Prendre la parole contre les pesticides
On ne parle pas beaucoup de pesticides. Ils sont pourtant très dangereux et se retrouvent partout: dans les produits contre les fourmis dans votre sous-sol, dans l’eau que vous buvez et sur les aliments que vous consommez. Pour l’instant, on parle de pesticides, majoritairement, dans des officines gouvernementales. Les entreprises qui fabriquent et distribuent ces produits aimeraient bien que cela reste ainsi.
N’en déplaise à l’industrie, le débat va maintenant se déplacer sur la place publique.
Équiterre, la Fondation David Suzuki et Ecojustice ont récemment réussi à forcer le Gouvernement fédéral à réévaluer publiquement des centaines de produits contenant des pesticides dangereux pour l’environnement et la santé humaine. C’est une petite victoire, mais il reste encore beaucoup de travail à faire.
En 2006, le gouvernement a modifié sa Loi sur les pesticides pour y inclure un article qui l’obligeait à procéder à une révision publique d’un pesticide dès qu’il devenait interdit dans un pays de l’OCDE (Organisation de coopération et de développement économique). Or, même si des dizaines de produits permis ici étaient interdits en Europe ou au Japon, jamais le Fédéral n’avait procédé à une révision publiquement.
L’atrazine, l’un des produits concernés, est banni en Europe depuis 2004, mais il est encore homologué pour son utilisation sur les cultures de maïs au Canada. L’atrazine est un herbicide fréquemment détecté dans l’eau de surface et l’eau souterraine au pays, et constitue un risque pour la santé en tant que perturbateur endocrinien. Qui plus est, les agriculteurs à qui nous avons parlé nous disent qu’il existe des alternatives pour ce produit.
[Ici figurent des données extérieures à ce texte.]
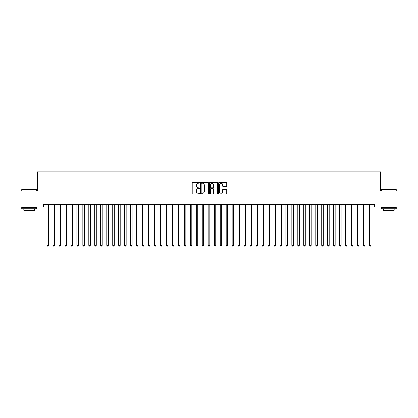 <?xml version="1.0" encoding="UTF-8"?>
<svg xmlns="http://www.w3.org/2000/svg" width="418" height="418" viewBox="0 0 418 418"><rect width="100%" height="100%" fill="white"/><g stroke="black" fill="none" stroke-linecap="round" stroke-linejoin="round"><path stroke-width="0.63" d="M199.443 182.791A0.413 0.413 0 0 0 199.036 182.384L192.808 182.384A0.585 0.585 0 0 0 192.223 182.969L192.223 193.518A0.585 0.585 0 0 0 192.808 194.104L199.036 194.104A0.413 0.413 0 0 0 199.443 193.696A0.413 0.413 0 0 0 199.036 193.283L198.231 193.283A1.876 1.876 0 0 1 196.356 191.407L196.356 190.53A1.876 1.876 0 0 1 198.231 188.654L199.036 188.654A0.413 0.413 0 0 0 199.443 188.241A0.413 0.413 0 0 0 199.036 187.834L198.231 187.834A1.876 1.876 0 0 1 196.356 185.958L196.356 185.08A1.876 1.876 0 0 1 198.231 183.204L199.036 183.204A0.413 0.413 0 0 0 199.443 182.791M226.128 186.517A0.585 0.585 0 0 0 226.718 185.926L226.718 182.969A0.585 0.585 0 0 0 226.128 182.384L219.215 182.384A0.585 0.585 0 0 0 218.63 182.969L218.63 193.518A0.585 0.585 0 0 0 219.215 194.104L226.128 194.104A0.585 0.585 0 0 0 226.718 193.518L226.718 189.944A0.585 0.585 0 0 0 226.128 189.359L223.17 189.359A0.585 0.585 0 0 0 222.585 189.944L222.585 191.716A1.567 1.567 0 0 1 221.017 193.283A1.567 1.567 0 0 1 219.45 191.716L219.45 184.772A1.567 1.567 0 0 1 221.017 183.204A1.567 1.567 0 0 1 222.585 184.772L222.585 185.926A0.585 0.585 0 0 0 223.17 186.517L226.128 186.517M374.585 204.663L43.415 204.663L43.415 207.051L20.9 207.051L20.9 190.932L37.442 190.932L37.442 171.824L380.558 171.824L380.558 190.932L397.1 190.932L397.1 207.051L374.585 207.051L374.585 204.663M208.488 182.969A0.585 0.585 0 0 0 207.903 182.384L200.985 182.384A0.585 0.585 0 0 0 200.4 182.969L200.4 193.518A0.585 0.585 0 0 0 200.985 194.104L207.903 194.104A0.585 0.585 0 0 0 208.488 193.518L208.488 182.969M210.097 182.384L217.015 182.384A0.585 0.585 0 0 1 217.6 182.969L217.6 193.518A0.585 0.585 0 0 1 217.015 194.104L214.058 194.104A0.585 0.585 0 0 1 213.467 193.518L213.467 189.239A0.585 0.585 0 0 0 212.882 188.654L210.918 188.654A0.585 0.585 0 0 0 210.332 189.239L210.332 193.696A0.413 0.413 0 0 1 209.925 194.104A0.413 0.413 0 0 1 209.512 193.696L209.512 182.969A0.585 0.585 0 0 1 210.097 182.384M201.628 183.204A0.413 0.413 0 0 0 201.22 183.612L201.22 192.876A0.413 0.413 0 0 0 201.628 193.283L202.479 193.283A1.876 1.876 0 0 0 204.355 191.407L204.355 185.08A1.876 1.876 0 0 0 202.479 183.204L201.628 183.204M213.467 184.798A1.567 1.567 0 0 0 211.9 183.23A1.567 1.567 0 0 0 210.332 184.798L210.332 187.248A0.585 0.585 0 0 0 210.918 187.834L212.882 187.834A0.585 0.585 0 0 0 213.467 187.248L213.467 184.798M48.598 204.663L48.561 204.752A0.596 0.596 0 0 0 48.519 204.977L48.519 245.403L47.025 245.403L47.025 204.977A0.596 0.596 0 0 0 46.983 204.752L46.947 204.663M48.519 245.403L48.07 246.176L47.474 246.176L47.025 245.403M54.57 204.663L54.533 204.752A0.596 0.596 0 0 0 54.492 204.977L54.492 245.403L52.997 245.403L52.997 204.977A0.596 0.596 0 0 0 52.955 204.752L52.919 204.663M54.492 245.403L54.042 246.176L53.447 246.176L52.997 245.403M60.537 204.663L60.505 204.752A0.596 0.596 0 0 0 60.458 204.977L60.458 245.403L58.969 245.403L58.969 204.977A0.596 0.596 0 0 0 58.922 204.752L58.891 204.663M60.458 245.403L60.014 246.176L59.413 246.176L58.969 245.403M21.736 189.615L36.664 189.615L21.736 189.615L21.736 190.932M36.664 208.843L21.736 208.843L21.736 207.354L36.664 207.354L36.664 208.843M34.574 208.843L34.574 210.217L23.826 210.217L23.826 208.843M381.336 189.615L396.264 189.615L381.336 189.615L381.336 190.932M396.264 208.843L381.336 208.843L381.336 207.354L396.264 207.354L396.264 208.843M394.174 208.843L394.174 210.217L383.426 210.217L383.426 208.843M66.509 204.663L66.478 204.752A0.596 0.596 0 0 0 66.431 204.977L66.431 245.403L64.942 245.403L64.942 204.977A0.596 0.596 0 0 0 64.894 204.752L64.863 204.663M66.431 245.403L65.987 246.176L65.386 246.176L64.942 245.403M72.481 204.663L72.445 204.752A0.596 0.596 0 0 0 72.403 204.977L72.403 245.403L70.908 245.403L70.908 204.977A0.596 0.596 0 0 0 70.867 204.752L70.83 204.663M72.403 245.403L71.953 246.176L71.358 246.176L70.908 245.403M78.453 204.663L78.417 204.752A0.596 0.596 0 0 0 78.375 204.977L78.375 245.403L76.881 245.403L76.881 204.977A0.596 0.596 0 0 0 76.839 204.752L76.802 204.663M78.375 245.403L77.926 246.176L77.33 246.176L76.881 245.403M84.426 204.663L84.389 204.752A0.596 0.596 0 0 0 84.347 204.977L84.347 245.403L82.853 245.403L82.853 204.977A0.596 0.596 0 0 0 82.811 204.752L82.774 204.663M84.347 245.403L83.898 246.176L83.302 246.176L82.853 245.403M90.398 204.663L90.361 204.752A0.596 0.596 0 0 0 90.319 204.977L90.319 245.403L88.825 245.403L88.825 204.977A0.596 0.596 0 0 0 88.783 204.752L88.747 204.663M90.319 245.403L89.87 246.176L89.274 246.176L88.825 245.403M96.37 204.663L96.333 204.752A0.596 0.596 0 0 0 96.292 204.977L96.292 245.403L94.797 245.403L94.797 204.977A0.596 0.596 0 0 0 94.755 204.752L94.719 204.663M96.292 245.403L95.842 246.176L95.247 246.176L94.797 245.403M102.337 204.663L102.305 204.752A0.596 0.596 0 0 0 102.258 204.977L102.258 245.403L100.769 245.403L100.769 204.977A0.596 0.596 0 0 0 100.722 204.752L100.691 204.663M102.258 245.403L101.814 246.176L101.213 246.176L100.769 245.403M108.309 204.663L108.278 204.752A0.596 0.596 0 0 0 108.231 204.977L108.231 245.403L106.742 245.403L106.742 204.977A0.596 0.596 0 0 0 106.694 204.752L106.663 204.663M108.231 245.403L107.787 246.176L107.186 246.176L106.742 245.403M114.281 204.663L114.245 204.752A0.596 0.596 0 0 0 114.203 204.977L114.203 245.403L112.708 245.403L112.708 204.977A0.596 0.596 0 0 0 112.667 204.752L112.63 204.663M114.203 245.403L113.753 246.176L113.158 246.176L112.708 245.403M120.253 204.663L120.217 204.752A0.596 0.596 0 0 0 120.175 204.977L120.175 245.403L118.681 245.403L118.681 204.977A0.596 0.596 0 0 0 118.639 204.752L118.602 204.663M120.175 245.403L119.726 246.176L119.13 246.176L118.681 245.403M126.226 204.663L126.189 204.752A0.596 0.596 0 0 0 126.147 204.977L126.147 245.403L124.653 245.403L124.653 204.977A0.596 0.596 0 0 0 124.611 204.752L124.574 204.663M126.147 245.403L125.698 246.176L125.102 246.176L124.653 245.403M132.198 204.663L132.161 204.752A0.596 0.596 0 0 0 132.119 204.977L132.119 245.403L130.625 245.403L130.625 204.977A0.596 0.596 0 0 0 130.583 204.752L130.547 204.663M132.119 245.403L131.67 246.176L131.074 246.176L130.625 245.403M138.17 204.663L138.133 204.752A0.596 0.596 0 0 0 138.092 204.977L138.092 245.403L136.597 245.403L136.597 204.977A0.596 0.596 0 0 0 136.555 204.752L136.519 204.663M138.092 245.403L137.642 246.176L137.047 246.176L136.597 245.403M144.137 204.663L144.106 204.752A0.596 0.596 0 0 0 144.058 204.977L144.058 245.403L142.569 245.403L142.569 204.977A0.596 0.596 0 0 0 142.522 204.752L142.491 204.663M144.058 245.403L143.614 246.176L143.013 246.176L142.569 245.403M150.109 204.663L150.078 204.752A0.596 0.596 0 0 0 150.031 204.977L150.031 245.403L148.542 245.403L148.542 204.977A0.596 0.596 0 0 0 148.494 204.752L148.463 204.663M150.031 245.403L149.587 246.176L148.986 246.176L148.542 245.403M156.081 204.663L156.045 204.752A0.596 0.596 0 0 0 156.003 204.977L156.003 245.403L154.508 245.403L154.508 204.977A0.596 0.596 0 0 0 154.467 204.752L154.43 204.663M156.003 245.403L155.553 246.176L154.958 246.176L154.508 245.403M162.053 204.663L162.017 204.752A0.596 0.596 0 0 0 161.975 204.977L161.975 245.403L160.481 245.403L160.481 204.977A0.596 0.596 0 0 0 160.439 204.752L160.402 204.663M161.975 245.403L161.526 246.176L160.93 246.176L160.481 245.403M168.026 204.663L167.989 204.752A0.596 0.596 0 0 0 167.947 204.977L167.947 245.403L166.453 245.403L166.453 204.977A0.596 0.596 0 0 0 166.411 204.752L166.374 204.663M167.947 245.403L167.498 246.176L166.902 246.176L166.453 245.403M173.998 204.663L173.961 204.752A0.596 0.596 0 0 0 173.919 204.977L173.919 245.403L172.425 245.403L172.425 204.977A0.596 0.596 0 0 0 172.383 204.752L172.347 204.663M173.919 245.403L173.47 246.176L172.874 246.176L172.425 245.403M179.97 204.663L179.933 204.752A0.596 0.596 0 0 0 179.892 204.977L179.892 245.403L178.397 245.403L178.397 204.977A0.596 0.596 0 0 0 178.355 204.752L178.319 204.663M179.892 245.403L179.442 246.176L178.847 246.176L178.397 245.403M185.937 204.663L185.905 204.752A0.596 0.596 0 0 0 185.858 204.977L185.858 245.403L184.369 245.403L184.369 204.977A0.596 0.596 0 0 0 184.322 204.752L184.291 204.663M185.858 245.403L185.414 246.176L184.813 246.176L184.369 245.403M191.909 204.663L191.878 204.752A0.596 0.596 0 0 0 191.831 204.977L191.831 245.403L190.342 245.403L190.342 204.977A0.596 0.596 0 0 0 190.294 204.752L190.263 204.663M191.831 245.403L191.387 246.176L190.786 246.176L190.342 245.403M197.881 204.663L197.845 204.752A0.596 0.596 0 0 0 197.803 204.977L197.803 245.403L196.308 245.403L196.308 204.977A0.596 0.596 0 0 0 196.267 204.752L196.23 204.663M197.803 245.403L197.353 246.176L196.758 246.176L196.308 245.403M203.853 204.663L203.817 204.752A0.596 0.596 0 0 0 203.775 204.977L203.775 245.403L202.281 245.403L202.281 204.977A0.596 0.596 0 0 0 202.239 204.752L202.202 204.663M203.775 245.403L203.326 246.176L202.73 246.176L202.281 245.403M209.826 204.663L209.789 204.752A0.596 0.596 0 0 0 209.747 204.977L209.747 245.403L208.253 245.403L208.253 204.977A0.596 0.596 0 0 0 208.211 204.752L208.174 204.663M209.747 245.403L209.298 246.176L208.702 246.176L208.253 245.403M215.798 204.663L215.761 204.752A0.596 0.596 0 0 0 215.719 204.977L215.719 245.403L214.225 245.403L214.225 204.977A0.596 0.596 0 0 0 214.183 204.752L214.147 204.663M215.719 245.403L215.27 246.176L214.674 246.176L214.225 245.403M221.77 204.663L221.733 204.752A0.596 0.596 0 0 0 221.692 204.977L221.692 245.403L220.197 245.403L220.197 204.977A0.596 0.596 0 0 0 220.155 204.752L220.119 204.663M221.692 245.403L221.242 246.176L220.647 246.176L220.197 245.403M227.737 204.663L227.706 204.752A0.596 0.596 0 0 0 227.658 204.977L227.658 245.403L226.169 245.403L226.169 204.977A0.596 0.596 0 0 0 226.122 204.752L226.091 204.663M227.658 245.403L227.214 246.176L226.613 246.176L226.169 245.403M233.709 204.663L233.678 204.752A0.596 0.596 0 0 0 233.631 204.977L233.631 245.403L232.142 245.403L232.142 204.977A0.596 0.596 0 0 0 232.094 204.752L232.063 204.663M233.631 245.403L233.187 246.176L232.586 246.176L232.142 245.403M239.681 204.663L239.645 204.752A0.596 0.596 0 0 0 239.603 204.977L239.603 245.403L238.108 245.403L238.108 204.977A0.596 0.596 0 0 0 238.067 204.752L238.03 204.663M239.603 245.403L239.153 246.176L238.558 246.176L238.108 245.403M245.653 204.663L245.617 204.752A0.596 0.596 0 0 0 245.575 204.977L245.575 245.403L244.081 245.403L244.081 204.977A0.596 0.596 0 0 0 244.039 204.752L244.002 204.663M245.575 245.403L245.126 246.176L244.53 246.176L244.081 245.403M251.626 204.663L251.589 204.752A0.596 0.596 0 0 0 251.547 204.977L251.547 245.403L250.053 245.403L250.053 204.977A0.596 0.596 0 0 0 250.011 204.752L249.974 204.663M251.547 245.403L251.098 246.176L250.502 246.176L250.053 245.403M257.598 204.663L257.561 204.752A0.596 0.596 0 0 0 257.519 204.977L257.519 245.403L256.025 245.403L256.025 204.977A0.596 0.596 0 0 0 255.983 204.752L255.947 204.663M257.519 245.403L257.07 246.176L256.474 246.176L256.025 245.403M263.57 204.663L263.533 204.752A0.596 0.596 0 0 0 263.492 204.977L263.492 245.403L261.997 245.403L261.997 204.977A0.596 0.596 0 0 0 261.955 204.752L261.919 204.663M263.492 245.403L263.042 246.176L262.447 246.176L261.997 245.403M269.537 204.663L269.505 204.752A0.596 0.596 0 0 0 269.458 204.977L269.458 245.403L267.969 245.403L267.969 204.977A0.596 0.596 0 0 0 267.922 204.752L267.891 204.663M269.458 245.403L269.014 246.176L268.413 246.176L267.969 245.403M275.509 204.663L275.478 204.752A0.596 0.596 0 0 0 275.431 204.977L275.431 245.403L273.942 245.403L273.942 204.977A0.596 0.596 0 0 0 273.894 204.752L273.863 204.663M275.431 245.403L274.987 246.176L274.386 246.176L273.942 245.403M281.481 204.663L281.445 204.752A0.596 0.596 0 0 0 281.403 204.977L281.403 245.403L279.908 245.403L279.908 204.977A0.596 0.596 0 0 0 279.867 204.752L279.83 204.663M281.403 245.403L280.953 246.176L280.358 246.176L279.908 245.403M287.453 204.663L287.417 204.752A0.596 0.596 0 0 0 287.375 204.977L287.375 245.403L285.881 245.403L285.881 204.977A0.596 0.596 0 0 0 285.839 204.752L285.802 204.663M287.375 245.403L286.926 246.176L286.33 246.176L285.881 245.403M293.426 204.663L293.389 204.752A0.596 0.596 0 0 0 293.347 204.977L293.347 245.403L291.853 245.403L291.853 204.977A0.596 0.596 0 0 0 291.811 204.752L291.774 204.663M293.347 245.403L292.898 246.176L292.302 246.176L291.853 245.403M299.398 204.663L299.361 204.752A0.596 0.596 0 0 0 299.319 204.977L299.319 245.403L297.825 245.403L297.825 204.977A0.596 0.596 0 0 0 297.783 204.752L297.747 204.663M299.319 245.403L298.87 246.176L298.274 246.176L297.825 245.403M305.37 204.663L305.333 204.752A0.596 0.596 0 0 0 305.292 204.977L305.292 245.403L303.797 245.403L303.797 204.977A0.596 0.596 0 0 0 303.755 204.752L303.719 204.663M305.292 245.403L304.842 246.176L304.247 246.176L303.797 245.403M311.337 204.663L311.305 204.752A0.596 0.596 0 0 0 311.258 204.977L311.258 245.403L309.769 245.403L309.769 204.977A0.596 0.596 0 0 0 309.722 204.752L309.691 204.663M311.258 245.403L310.814 246.176L310.213 246.176L309.769 245.403M317.309 204.663L317.278 204.752A0.596 0.596 0 0 0 317.231 204.977L317.231 245.403L315.742 245.403L315.742 204.977A0.596 0.596 0 0 0 315.695 204.752L315.663 204.663M317.231 245.403L316.787 246.176L316.186 246.176L315.742 245.403M323.281 204.663L323.245 204.752A0.596 0.596 0 0 0 323.203 204.977L323.203 245.403L321.708 245.403L321.708 204.977A0.596 0.596 0 0 0 321.667 204.752L321.63 204.663M323.203 245.403L322.753 246.176L322.158 246.176L321.708 245.403M329.253 204.663L329.217 204.752A0.596 0.596 0 0 0 329.175 204.977L329.175 245.403L327.681 245.403L327.681 204.977A0.596 0.596 0 0 0 327.639 204.752L327.602 204.663M329.175 245.403L328.726 246.176L328.13 246.176L327.681 245.403M335.226 204.663L335.189 204.752A0.596 0.596 0 0 0 335.147 204.977L335.147 245.403L333.653 245.403L333.653 204.977A0.596 0.596 0 0 0 333.611 204.752L333.574 204.663M335.147 245.403L334.698 246.176L334.102 246.176L333.653 245.403M341.198 204.663L341.161 204.752A0.596 0.596 0 0 0 341.119 204.977L341.119 245.403L339.625 245.403L339.625 204.977A0.596 0.596 0 0 0 339.583 204.752L339.547 204.663M341.119 245.403L340.67 246.176L340.074 246.176L339.625 245.403M347.17 204.663L347.133 204.752A0.596 0.596 0 0 0 347.092 204.977L347.092 245.403L345.597 245.403L345.597 204.977A0.596 0.596 0 0 0 345.555 204.752L345.519 204.663M347.092 245.403L346.642 246.176L346.047 246.176L345.597 245.403M353.137 204.663L353.105 204.752A0.596 0.596 0 0 0 353.058 204.977L353.058 245.403L351.569 245.403L351.569 204.977A0.596 0.596 0 0 0 351.522 204.752L351.491 204.663M353.058 245.403L352.614 246.176L352.013 246.176L351.569 245.403M359.109 204.663L359.078 204.752A0.596 0.596 0 0 0 359.031 204.977L359.031 245.403L357.542 245.403L357.542 204.977A0.596 0.596 0 0 0 357.495 204.752L357.463 204.663M359.031 245.403L358.587 246.176L357.986 246.176L357.542 245.403M365.081 204.663L365.045 204.752A0.596 0.596 0 0 0 365.003 204.977L365.003 245.403L363.508 245.403L363.508 204.977A0.596 0.596 0 0 0 363.467 204.752L363.43 204.663M365.003 245.403L364.553 246.176L363.958 246.176L363.508 245.403M371.053 204.663L371.017 204.752A0.596 0.596 0 0 0 370.975 204.977L370.975 245.403L369.481 245.403L369.481 204.977A0.596 0.596 0 0 0 369.439 204.752L369.402 204.663M370.975 245.403L370.526 246.176L369.93 246.176L369.481 245.403M36.664 190.932L36.664 189.615M33.262 207.354L33.262 207.051M25.137 207.354L25.137 207.051M396.264 190.932L396.264 189.615M392.863 207.354L392.863 207.051M384.738 207.354L384.738 207.051"/></g></svg>

Nous avons donc gentiment écrit à la ministre de la Santé pour lui souligner ce manque; la réponse que nous souhaitions n’est toutefois pas venue.
Dix mois après avoir écrit la lettre, toujours rien. Nous avons donc dû trainer le Gouvernement du Canada en Cour fédérale pour qu’il accepte finalement de procéder à ces révisions. Puisqu’il ne voulait même pas procéder à des révisions, on peut se demander si celles-ci serviront à quelque chose. Serons-nous pris avec des produits dangereux dans nos cours d’eau, dans nos maisons et sur nos aliments alors que les Européens les jugent trop dangereux pour la santé humaine? Nos citoyens pourront-ils un jour bénéficier de la meilleure protection à cet égard?
Ce gouvernement a une feuille de route horrible sur l’environnement. Je n’ai donc pas espoir qu’il interdira ces produits de lui-même. Notre victoire lui impose toutefois de faire une chose qu’il n’a jamais faite concernant les pesticides: consulter. Pour la première fois de l’histoire, il sera donc possible pour des chercheurs indépendants, experts, médecins et groupes de citoyens de se faire entendre sur l’impact de ces produits. La décision ne se prendra donc plus derrière des portes closes entre des fonctionnaires et des «experts» financés par l’industrie.
La transparence de ce processus rendra, au moins, plus difficile politiquement d’homologuer des pesticides soupçonnés d’être cancérigènes.
Il reste à voir si les chercheurs auront le courage de prendre la parole publiquement. Espérons que la défense de l’intérêt public primera sur la crainte de se faire couper leur financement ou attaquer par une industrie qui n’a aucun scrupule quand vient le temps de défendre ses profits faramineux.